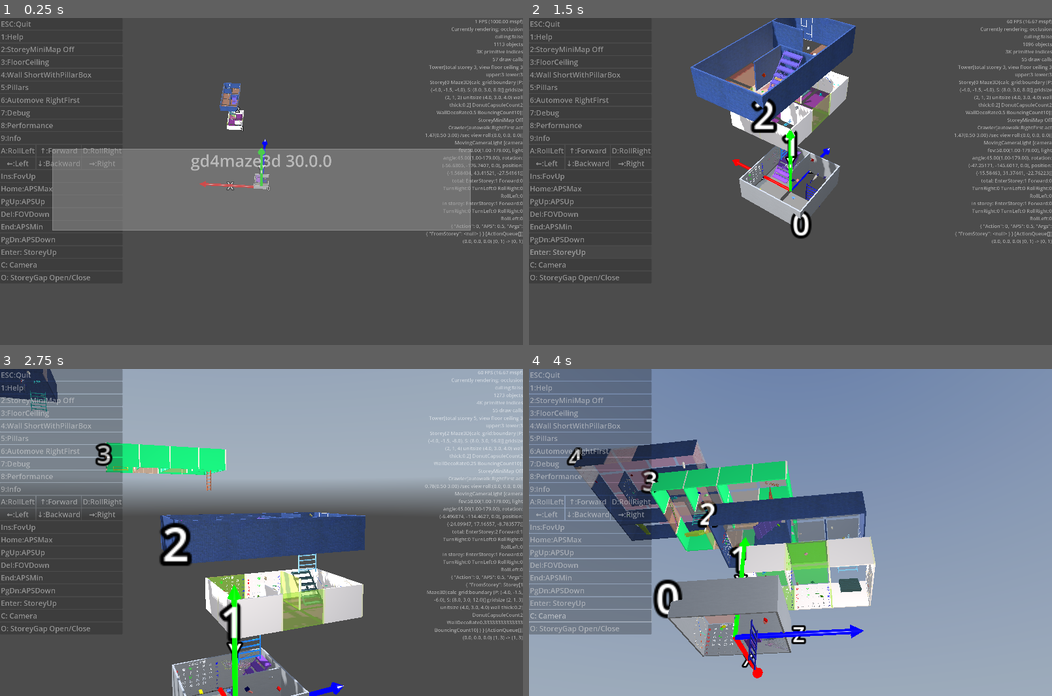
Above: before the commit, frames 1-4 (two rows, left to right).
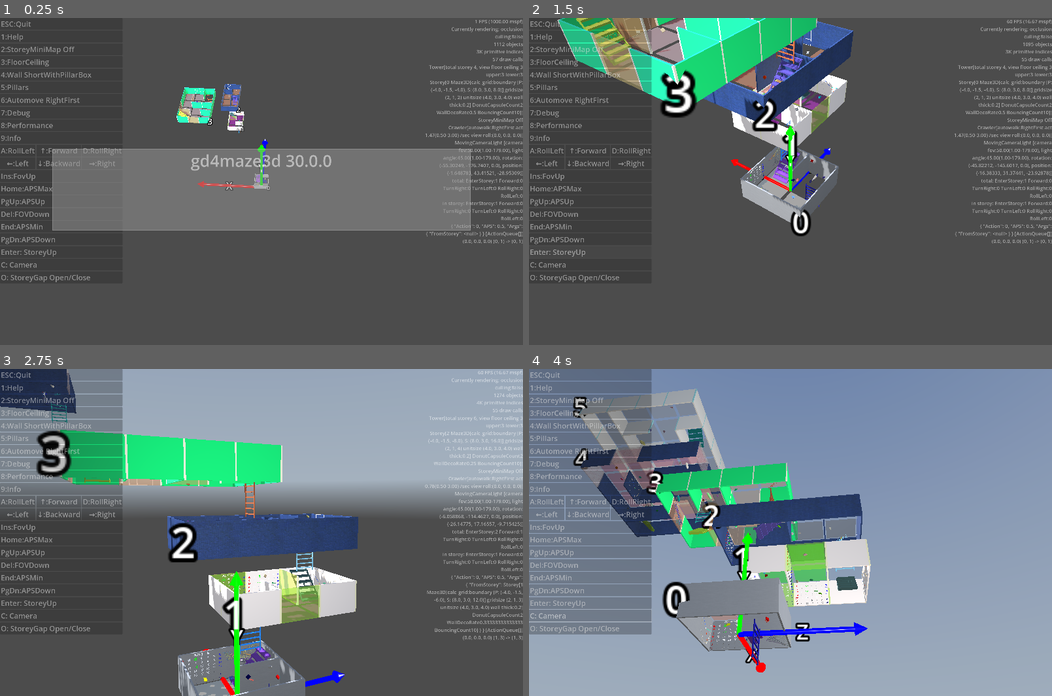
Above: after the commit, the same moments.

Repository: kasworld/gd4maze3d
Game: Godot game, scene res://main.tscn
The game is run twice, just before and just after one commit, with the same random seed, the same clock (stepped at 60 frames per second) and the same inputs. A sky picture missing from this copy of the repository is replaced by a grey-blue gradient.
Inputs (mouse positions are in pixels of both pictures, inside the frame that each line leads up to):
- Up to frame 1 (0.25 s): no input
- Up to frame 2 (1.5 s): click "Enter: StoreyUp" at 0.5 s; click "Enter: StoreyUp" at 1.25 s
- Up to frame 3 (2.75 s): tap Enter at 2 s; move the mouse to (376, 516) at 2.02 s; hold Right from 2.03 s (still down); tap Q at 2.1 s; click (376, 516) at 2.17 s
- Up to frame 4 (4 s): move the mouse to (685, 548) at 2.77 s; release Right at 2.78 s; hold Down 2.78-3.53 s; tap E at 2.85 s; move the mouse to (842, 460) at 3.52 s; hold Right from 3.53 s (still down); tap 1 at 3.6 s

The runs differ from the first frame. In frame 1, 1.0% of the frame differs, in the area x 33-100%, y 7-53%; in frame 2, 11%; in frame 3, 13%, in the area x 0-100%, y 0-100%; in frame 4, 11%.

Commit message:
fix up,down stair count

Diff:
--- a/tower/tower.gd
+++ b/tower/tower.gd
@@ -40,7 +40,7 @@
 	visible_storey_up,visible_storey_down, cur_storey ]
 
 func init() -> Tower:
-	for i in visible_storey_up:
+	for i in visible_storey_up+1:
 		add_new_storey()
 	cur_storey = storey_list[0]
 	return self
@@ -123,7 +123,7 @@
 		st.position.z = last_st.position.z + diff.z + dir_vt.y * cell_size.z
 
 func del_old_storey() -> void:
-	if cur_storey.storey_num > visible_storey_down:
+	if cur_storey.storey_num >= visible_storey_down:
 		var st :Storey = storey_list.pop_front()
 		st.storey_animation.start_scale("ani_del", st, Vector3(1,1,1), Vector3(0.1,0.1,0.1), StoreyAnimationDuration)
^^^^^^^^
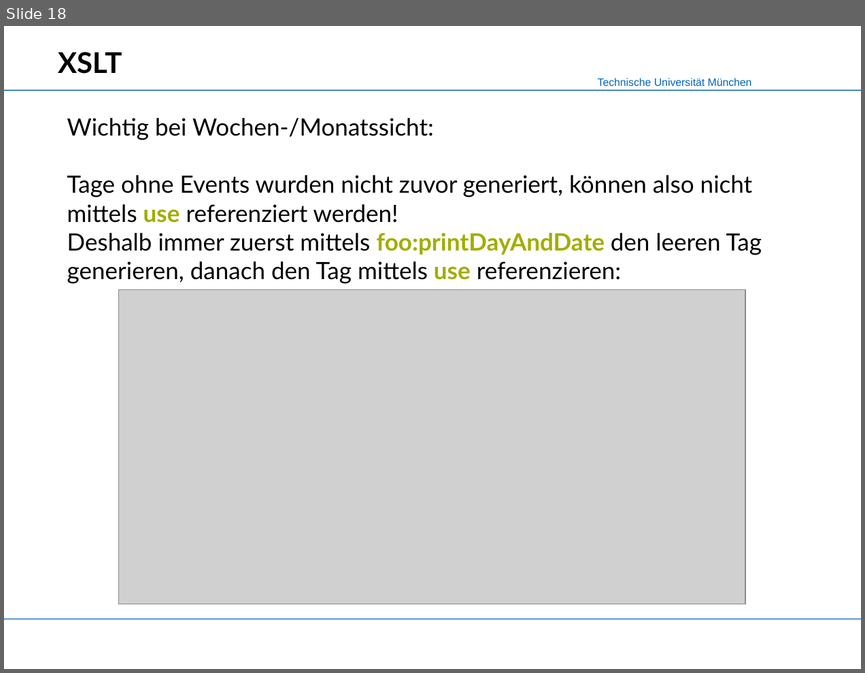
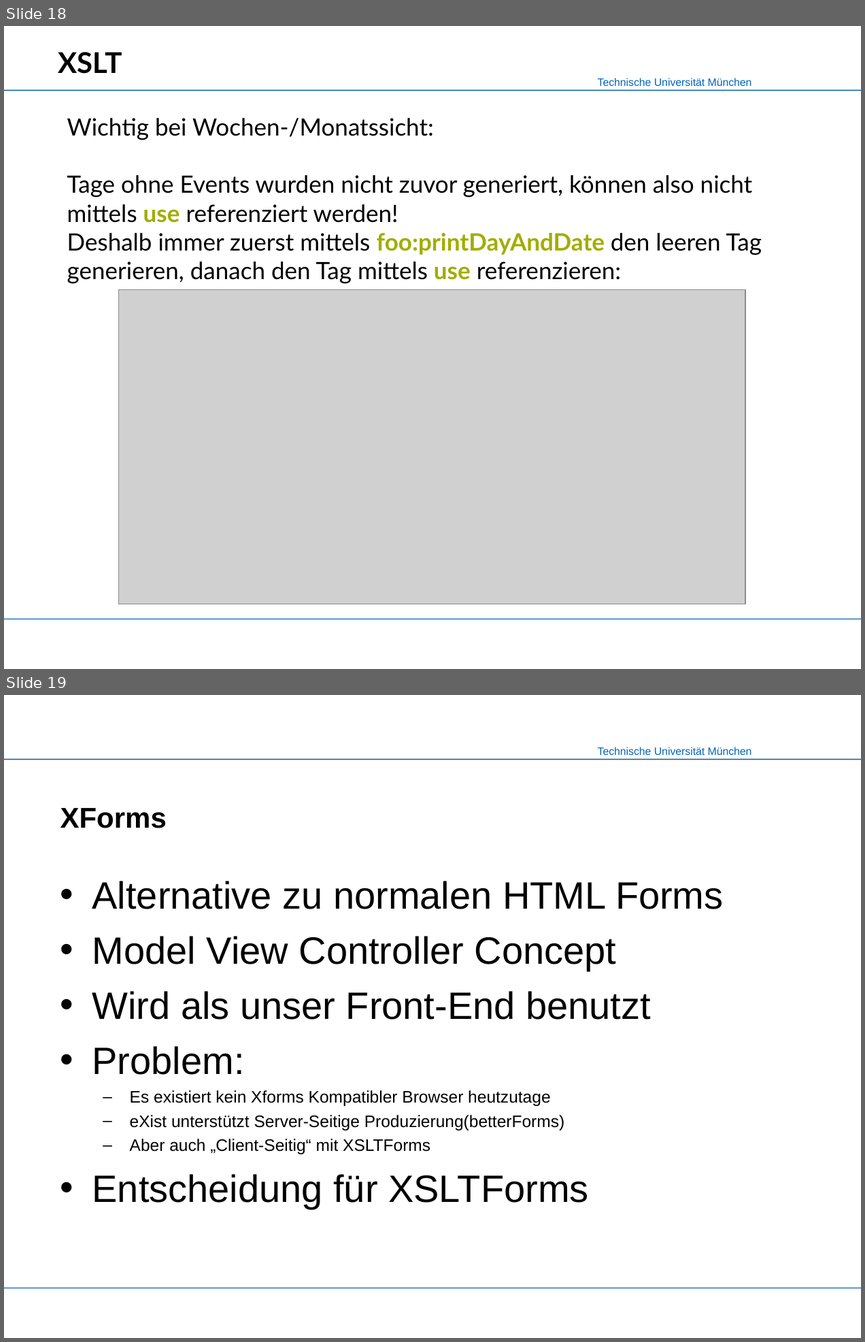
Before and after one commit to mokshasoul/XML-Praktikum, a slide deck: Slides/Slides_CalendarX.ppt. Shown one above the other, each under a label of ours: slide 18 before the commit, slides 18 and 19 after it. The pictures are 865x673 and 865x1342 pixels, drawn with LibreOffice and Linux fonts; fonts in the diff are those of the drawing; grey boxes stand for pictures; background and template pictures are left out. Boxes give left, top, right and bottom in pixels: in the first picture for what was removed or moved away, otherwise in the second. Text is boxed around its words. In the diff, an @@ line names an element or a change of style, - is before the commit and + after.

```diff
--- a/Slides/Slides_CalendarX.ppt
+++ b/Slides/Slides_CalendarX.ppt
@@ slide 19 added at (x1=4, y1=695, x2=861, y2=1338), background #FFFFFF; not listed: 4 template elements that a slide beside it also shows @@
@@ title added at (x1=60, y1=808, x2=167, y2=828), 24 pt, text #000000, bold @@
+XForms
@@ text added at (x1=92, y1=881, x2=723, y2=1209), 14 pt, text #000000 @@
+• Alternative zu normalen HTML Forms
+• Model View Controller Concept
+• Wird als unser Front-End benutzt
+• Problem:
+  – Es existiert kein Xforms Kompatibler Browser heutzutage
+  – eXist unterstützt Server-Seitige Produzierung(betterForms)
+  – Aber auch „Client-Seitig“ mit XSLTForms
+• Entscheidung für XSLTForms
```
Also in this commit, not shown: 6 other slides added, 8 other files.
^^^^^^^^
**What to produce:** Above are the records; print exactly the lines from the line with "Before and after" to the line with "Also in this", including both, and nothing else.

**Written reply:**
Before and after one commit to mokshasoul/XML-Praktikum, a slide deck: Slides/Slides_CalendarX.ppt. Shown one above the other, each under a label of ours: slide 18 before the commit, slides 18 and 19 after it. The pictures are 865x673 and 865x1342 pixels, drawn with LibreOffice and Linux fonts; fonts in the diff are those of the drawing; grey boxes stand for pictures; background and template pictures are left out. Boxes give left, top, right and bottom in pixels: in the first picture for what was removed or moved away, otherwise in the second. Text is boxed around its words. In the diff, an @@ line names an element or a change of style, - is before the commit and + after.

```diff
--- a/Slides/Slides_CalendarX.ppt
+++ b/Slides/Slides_CalendarX.ppt
@@ slide 19 added at (x1=4, y1=695, x2=861, y2=1338), background #FFFFFF; not listed: 4 template elements that a slide beside it also shows @@
@@ title added at (x1=60, y1=808, x2=167, y2=828), 24 pt, text #000000, bold @@
+XForms
@@ text added at (x1=92, y1=881, x2=723, y2=1209), 14 pt, text #000000 @@
+• Alternative zu normalen HTML Forms
+• Model View Controller Concept
+• Wird als unser Front-End benutzt
+• Problem:
+  – Es existiert kein Xforms Kompatibler Browser heutzutage
+  – eXist unterstützt Server-Seitige Produzierung(betterForms)
+  – Aber auch „Client-Seitig“ mit XSLTForms
+• Entscheidung für XSLTForms
```
Also in this commit, not shown: 6 other slides added, 8 other files.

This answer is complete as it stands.